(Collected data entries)
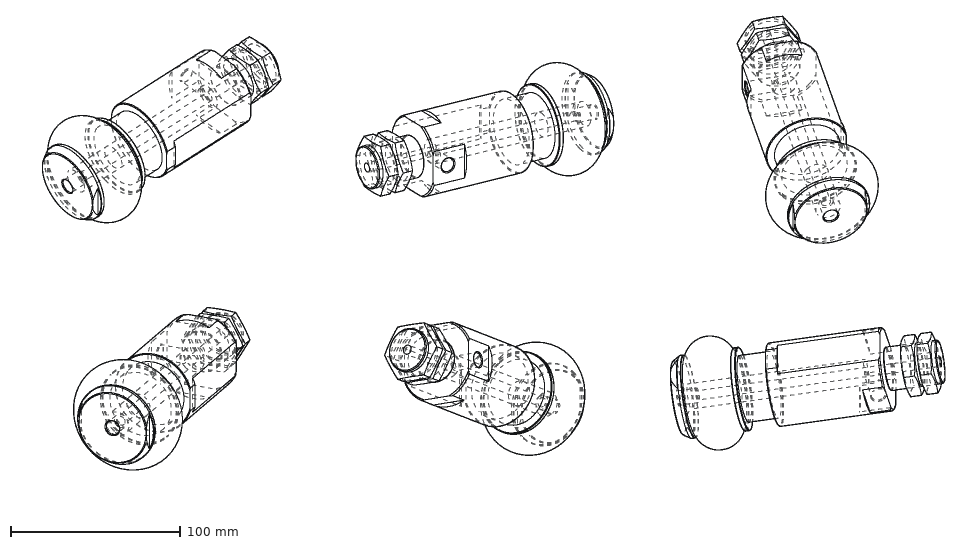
import cadquery as cq
import math


overall_length = 159.0
head_length = 7.0
ring_length = 30.0
flange_length = 3.0
neck_length = 18.0
barrel_length = 69.0
ring_front = head_length
flange_front = ring_front + ring_length
neck_front = flange_front + flange_length
barrel_front = neck_front + neck_length
barrel_rear = barrel_front + barrel_length

barrel_radius = 25.0
barrel_front_chamfer = 0.5
barrel_rear_chamfer = 0.9
neck_radius = 20.0
flange_radius = 25.0
flange_chamfer = 0.4
shank_radius = 13.0
shank_chamfer = 0.6
shank_root_chamfer = 0.5
flat_distance = 22.5
shallow_flat_distance = 23.9
port_flat_length = 22.0
wrench_flat_length = 13.0
long_flat_length = 62.0

port_diameter = 8.57
port_mouth_diameter = 9.7
port_from_barrel_rear = 10.5
port_wall_end = 6.0
drill_tip_angle = 118.0
bore_diameter = 5.5
front_port_depth = 12.0

stem_radius = 7.5
stem_end = barrel_rear - wrench_flat_length
head_radius = 24.9
head_rim_length = 2.2
head_rim_chamfer = 0.3
head_cone_radius = 22.4
head_face_radius = 21.8
head_edge_length = 0.5
head_flat_distance = 22.0
head_flat_length = 4.4

ring_radius = 34.0

nut_across_flats = 32.0
nut_thickness = 8.0
nut_gap = 2.0
nut_count = 2
nut_inset = 3.0
nut_chamfer_radius = 15.95
nut_chamfer_angle = 17.0
hexagon_half_angle = 30.0
envelope_margin = 1.0


def revolve_about_y(outline):
    """Turn a closed XY outline about the Y axis."""
    return outline.close().revolve(360, (0, 0, 0), (0, 1, 0))


def rod(radius, start, end):
    """Cylinder on the Y axis between two stations."""
    return cq.Workplane("XZ", origin=(0, start, 0)).circle(radius).extrude(start - end)


def flat_cutter(distance, start, end, turn):
    """Block lying beyond a flat at the given distance on +X, turned about Y."""
    size = 2 * barrel_radius
    block = cq.Workplane("XY").box(size, end - start, size)
    block = block.translate((distance + size / 2, (start + end) / 2, 0))
    return block.rotate((0, 0, 0), (0, 1, 0), turn)


def port_outline(diameter, mouth_diameter, depth):
    """Open half-profile of a port along +Y from Y = 0, with a 45 degree chamfered mouth."""
    radius = diameter / 2
    mouth_radius = mouth_diameter / 2
    return cq.Workplane("XY").polyline([
        (0, 0),
        (mouth_radius, 0),
        (radius, mouth_radius - radius),
        (radius, depth),
    ])


def make_side_port():
    """Blind drilled port entering the -X flat, with a conical drill tip."""
    depth = flat_distance - port_wall_end
    tip_height = port_diameter / 2 / math.tan(math.radians(drill_tip_angle / 2))
    outline = port_outline(port_diameter, port_mouth_diameter, depth).lineTo(0, depth + tip_height)
    port = revolve_about_y(outline).rotate((0, 0, 0), (0, 0, 1), -90)
    return port.translate((-flat_distance, barrel_rear - port_from_barrel_rear, 0))


def make_front_port():
    """Flat-bottomed port in the front face of the bolt."""
    outline = port_outline(port_diameter, port_mouth_diameter, front_port_depth).lineTo(0, front_port_depth)
    return revolve_about_y(outline)


def make_housing():
    """Barrel with flats and ports, threaded rear shank, front neck and clamping flange."""
    flange = rod(flange_radius, flange_front, neck_front).edges().chamfer(flange_chamfer)
    neck = rod(neck_radius, neck_front, barrel_front)
    barrel = rod(barrel_radius, barrel_front, barrel_rear)
    barrel = barrel.faces("<Y").chamfer(barrel_front_chamfer).faces(">Y").chamfer(barrel_rear_chamfer)
    shank = rod(shank_radius, barrel_rear, overall_length)
    shank = shank.faces(">Y").chamfer(shank_chamfer).faces("<Y").chamfer(shank_root_chamfer)
    body = flange.union(neck).union(barrel).union(shank)
    flats = [
        (long_flat_length, 0),
        (wrench_flat_length, 90),
        (port_flat_length, 180),
        (wrench_flat_length, 270),
    ]
    for length, turn in flats:
        body = body.cut(flat_cutter(flat_distance, barrel_rear - length, barrel_rear, turn))
    body = body.cut(flat_cutter(shallow_flat_distance, barrel_front, barrel_rear - long_flat_length, 0))
    body = body.cut(rod(stem_radius, flange_front, stem_end))
    body = body.cut(rod(bore_diameter / 2, stem_end, overall_length))
    return body.cut(make_side_port())


def make_bolt():
    """Hollow bolt: conical head with two wrench flats, and a plain stem."""
    outline = cq.Workplane("XY").polyline([
        (0, 0),
        (head_face_radius, 0),
        (head_cone_radius, head_edge_length),
        (head_radius, head_length - head_rim_length),
        (head_radius, head_length),
        (0, head_length),
    ])
    head = revolve_about_y(outline).faces(">Y").chamfer(head_rim_chamfer)
    for turn in (0, 180):
        head = head.cut(flat_cutter(head_flat_distance, 0, head_flat_length, turn))
    bolt = head.union(rod(stem_radius, head_length, stem_end))
    return bolt.cut(rod(bore_diameter / 2, 0, stem_end)).cut(make_front_port())


def make_ring():
    """Ring with flat clamped sides and a semicircular rim, on the bolt stem."""
    rim_radius = ring_length / 2
    rim_center = ring_radius - rim_radius
    outline = (
        cq.Workplane("XY")
        .moveTo(stem_radius, ring_front)
        .lineTo(rim_center, ring_front)
        .threePointArc((ring_radius, ring_front + rim_radius), (rim_center, flange_front))
        .lineTo(stem_radius, flange_front)
    )
    return revolve_about_y(outline)


def make_nut(rear):
    """Hexagon nut with corners on the X axis and both faces chamfered."""
    front = rear - nut_thickness
    corner_diameter = nut_across_flats / math.cos(math.radians(hexagon_half_angle))
    hexagon = cq.Workplane("XZ", origin=(0, front, 0)).polygon(6, corner_diameter).extrude(-nut_thickness)
    reach = corner_diameter / 2 + envelope_margin
    drop = (reach - nut_chamfer_radius) * math.tan(math.radians(nut_chamfer_angle))
    envelope = revolve_about_y(cq.Workplane("XY").polyline([
        (0, front),
        (nut_chamfer_radius, front),
        (reach, front + drop),
        (reach, rear - drop),
        (nut_chamfer_radius, rear),
        (0, rear),
    ]))
    return hexagon.intersect(envelope).cut(rod(shank_radius, front, rear))


housing = make_housing()
bolt = make_bolt()
ring = make_ring()
nuts = []
for index in range(nut_count):
    nut_rear = overall_length - nut_inset - index * (nut_thickness + nut_gap)
    nuts.append(make_nut(nut_rear))

result = cq.Compound.makeCompound([
    housing.val(),
    bolt.val(),
    ring.val(),
    *[nut.val() for nut in nuts],
])

▶ What this task involves
Output the records exactly, please. The pictures are not part of the copy.

▶ Finished exercise
import cadquery as cq
import math


overall_length = 159.0
head_length = 7.0
ring_length = 30.0
flange_length = 3.0
neck_length = 18.0
barrel_length = 69.0
ring_front = head_length
flange_front = ring_front + ring_length
neck_front = flange_front + flange_length
barrel_front = neck_front + neck_length
barrel_rear = barrel_front + barrel_length

barrel_radius = 25.0
barrel_front_chamfer = 0.5
barrel_rear_chamfer = 0.9
neck_radius = 20.0
flange_radius = 25.0
flange_chamfer = 0.4
shank_radius = 13.0
shank_chamfer = 0.6
shank_root_chamfer = 0.5
flat_distance = 22.5
shallow_flat_distance = 23.9
port_flat_length = 22.0
wrench_flat_length = 13.0
long_flat_length = 62.0

port_diameter = 8.57
port_mouth_diameter = 9.7
port_from_barrel_rear = 10.5
port_wall_end = 6.0
drill_tip_angle = 118.0
bore_diameter = 5.5
front_port_depth = 12.0

stem_radius = 7.5
stem_end = barrel_rear - wrench_flat_length
head_radius = 24.9
head_rim_length = 2.2
head_rim_chamfer = 0.3
head_cone_radius = 22.4
head_face_radius = 21.8
head_edge_length = 0.5
head_flat_distance = 22.0
head_flat_length = 4.4

ring_radius = 34.0

nut_across_flats = 32.0
nut_thickness = 8.0
nut_gap = 2.0
nut_count = 2
nut_inset = 3.0
nut_chamfer_radius = 15.95
nut_chamfer_angle = 17.0
hexagon_half_angle = 30.0
envelope_margin = 1.0


def revolve_about_y(outline):
    """Turn a closed XY outline about the Y axis."""
    return outline.close().revolve(360, (0, 0, 0), (0, 1, 0))


def rod(radius, start, end):
    """Cylinder on the Y axis between two stations."""
    return cq.Workplane("XZ", origin=(0, start, 0)).circle(radius).extrude(start - end)


def flat_cutter(distance, start, end, turn):
    """Block lying beyond a flat at the given distance on +X, turned about Y."""
    size = 2 * barrel_radius
    block = cq.Workplane("XY").box(size, end - start, size)
    block = block.translate((distance + size / 2, (start + end) / 2, 0))
    return block.rotate((0, 0, 0), (0, 1, 0), turn)


def port_outline(diameter, mouth_diameter, depth):
    """Open half-profile of a port along +Y from Y = 0, with a 45 degree chamfered mouth."""
    radius = diameter / 2
    mouth_radius = mouth_diameter / 2
    return cq.Workplane("XY").polyline([
        (0, 0),
        (mouth_radius, 0),
        (radius, mouth_radius - radius),
        (radius, depth),
    ])


def make_side_port():
    """Blind drilled port entering the -X flat, with a conical drill tip."""
    depth = flat_distance - port_wall_end
    tip_height = port_diameter / 2 / math.tan(math.radians(drill_tip_angle / 2))
    outline = port_outline(port_diameter, port_mouth_diameter, depth).lineTo(0, depth + tip_height)
    port = revolve_about_y(outline).rotate((0, 0, 0), (0, 0, 1), -90)
    return port.translate((-flat_distance, barrel_rear - port_from_barrel_rear, 0))


def make_front_port():
    """Flat-bottomed port in the front face of the bolt."""
    outline = port_outline(port_diameter, port_mouth_diameter, front_port_depth).lineTo(0, front_port_depth)
    return revolve_about_y(outline)


def make_housing():
    """Barrel with flats and ports, threaded rear shank, front neck and clamping flange."""
    flange = rod(flange_radius, flange_front, neck_front).edges().chamfer(flange_chamfer)
    neck = rod(neck_radius, neck_front, barrel_front)
    barrel = rod(barrel_radius, barrel_front, barrel_rear)
    barrel = barrel.faces("<Y").chamfer(barrel_front_chamfer).faces(">Y").chamfer(barrel_rear_chamfer)
    shank = rod(shank_radius, barrel_rear, overall_length)
    shank = shank.faces(">Y").chamfer(shank_chamfer).faces("<Y").chamfer(shank_root_chamfer)
    body = flange.union(neck).union(barrel).union(shank)
    flats = [
        (long_flat_length, 0),
        (wrench_flat_length, 90),
        (port_flat_length, 180),
        (wrench_flat_length, 270),
    ]
    for length, turn in flats:
        body = body.cut(flat_cutter(flat_distance, barrel_rear - length, barrel_rear, turn))
    body = body.cut(flat_cutter(shallow_flat_distance, barrel_front, barrel_rear - long_flat_length, 0))
    body = body.cut(rod(stem_radius, flange_front, stem_end))
    body = body.cut(rod(bore_diameter / 2, stem_end, overall_length))
    return body.cut(make_side_port())


def make_bolt():
    """Hollow bolt: conical head with two wrench flats, and a plain stem."""
    outline = cq.Workplane("XY").polyline([
        (0, 0),
        (head_face_radius, 0),
        (head_cone_radius, head_edge_length),
        (head_radius, head_length - head_rim_length),
        (head_radius, head_length),
        (0, head_length),
    ])
    head = revolve_about_y(outline).faces(">Y").chamfer(head_rim_chamfer)
    for turn in (0, 180):
        head = head.cut(flat_cutter(head_flat_distance, 0, head_flat_length, turn))
    bolt = head.union(rod(stem_radius, head_length, stem_end))
    return bolt.cut(rod(bore_diameter / 2, 0, stem_end)).cut(make_front_port())


def make_ring():
    """Ring with flat clamped sides and a semicircular rim, on the bolt stem."""
    rim_radius = ring_length / 2
    rim_center = ring_radius - rim_radius
    outline = (
        cq.Workplane("XY")
        .moveTo(stem_radius, ring_front)
        .lineTo(rim_center, ring_front)
        .threePointArc((ring_radius, ring_front + rim_radius), (rim_center, flange_front))
        .lineTo(stem_radius, flange_front)
    )
    return revolve_about_y(outline)


def make_nut(rear):
    """Hexagon nut with corners on the X axis and both faces chamfered."""
    front = rear - nut_thickness
    corner_diameter = nut_across_flats / math.cos(math.radians(hexagon_half_angle))
    hexagon = cq.Workplane("XZ", origin=(0, front, 0)).polygon(6, corner_diameter).extrude(-nut_thickness)
    reach = corner_diameter / 2 + envelope_margin
    drop = (reach - nut_chamfer_radius) * math.tan(math.radians(nut_chamfer_angle))
    envelope = revolve_about_y(cq.Workplane("XY").polyline([
        (0, front),
        (nut_chamfer_radius, front),
        (reach, front + drop),
        (reach, rear - drop),
        (nut_chamfer_radius, rear),
        (0, rear),
    ]))
    return hexagon.intersect(envelope).cut(rod(shank_radius, front, rear))


housing = make_housing()
bolt = make_bolt()
ring = make_ring()
nuts = []
for index in range(nut_count):
    nut_rear = overall_length - nut_inset - index * (nut_thickness + nut_gap)
    nuts.append(make_nut(nut_rear))

result = cq.Compound.makeCompound([
    housing.val(),
    bolt.val(),
    ring.val(),
    *[nut.val() for nut in nuts],
])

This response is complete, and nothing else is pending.